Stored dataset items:

++++++

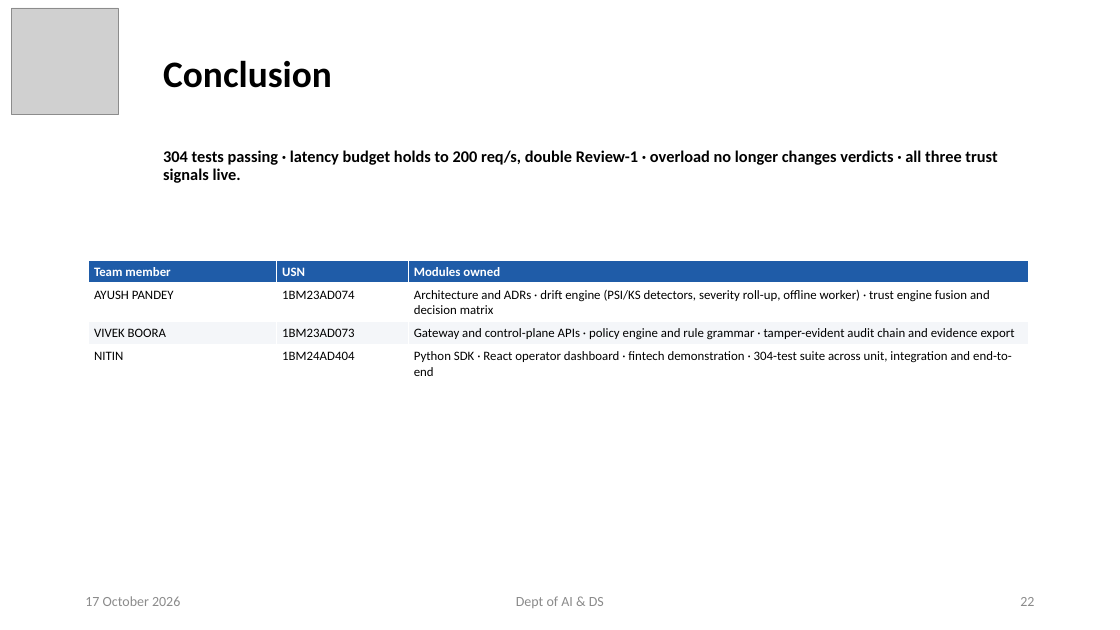
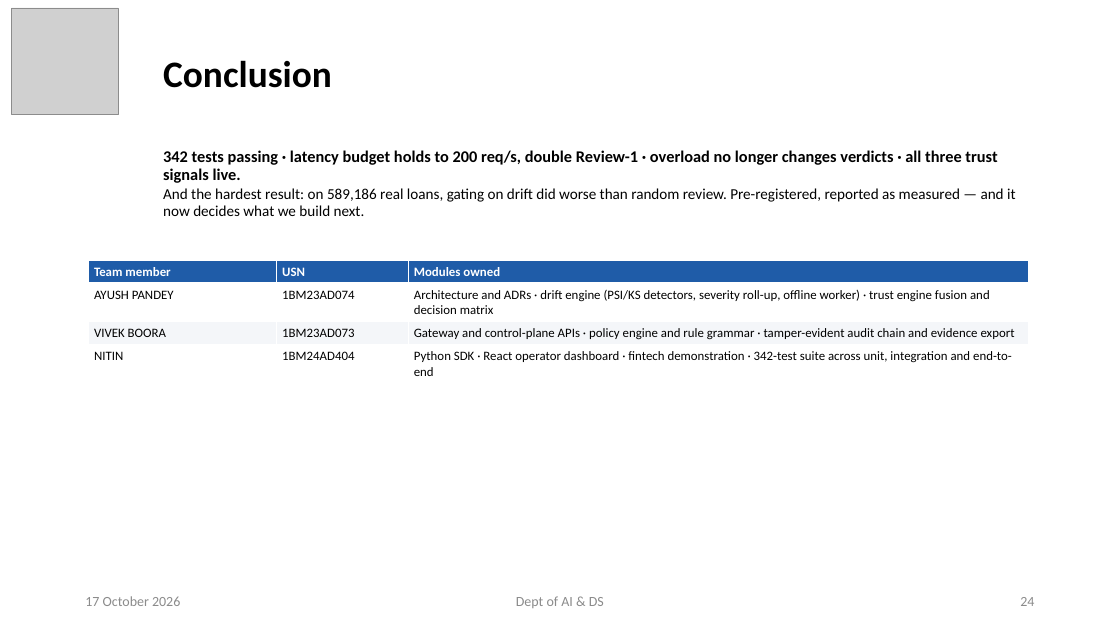
Before and after one commit to ayushpandey0201/custos, a slide deck: slide 24 of docs/presentations/Custos_Phase2_Review2.pptx (slide 22 before the commit). Drawn at 1120x630 pixels with LibreOffice and Linux fonts; fonts in the diff are those of the drawing; grey boxes stand for pictures. Boxes give left, top, right and bottom in pixels: in the first picture for what was removed or moved away, otherwise in the second. Text is boxed around its words. In the diff, an @@ line names an element or a change of style, - is before the commit and + after.

```diff
--- a/docs/presentations/Custos_Phase2_Review2.pptx
+++ b/docs/presentations/Custos_Phase2_Review2.pptx
@@ subtitle at box(163, 150, 1016, 216): text changed; size 14 to 13 pt; bold off @@
-304 tests passing · latency budget holds to 200 req/s, double Review-1 · overload no longer changes verdicts · all three trust signals live.
+342 tests passing · latency budget holds to 200 req/s, double Review-1 · overload no longer changes verdicts · all three trust signals live.
+And the hardest result: on 589,186 real loans, gating on drift did worse than random review. Pre-registered, reported as measured — and it now decides what we build next.
@@ table at box(88, 260, 1029, 380) @@
-row 4, column 3: Python SDK · React operator dashboard · fintech demonstration · 304-test suite across unit, integration and end-to-end
+row 4, column 3: Python SDK · React operator dashboard · fintech demonstration · 342-test suite across unit, integration and end-to-end
@@ page number at box(1020, 597, 1034, 606): text changed @@
-22
+24
```
Also in this commit, not shown: 8 other slides changed, 2 slides added, 6 other files.

++++++

What to do: Your response should be each line that includes the word "double", copied from the records.

Answer section:
-304 tests passing · latency budget holds to 200 req/s, double Review-1 · overload no longer changes verdicts · all three trust signals live.
+342 tests passing · latency budget holds to 200 req/s, double Review-1 · overload no longer changes verdicts · all three trust signals live.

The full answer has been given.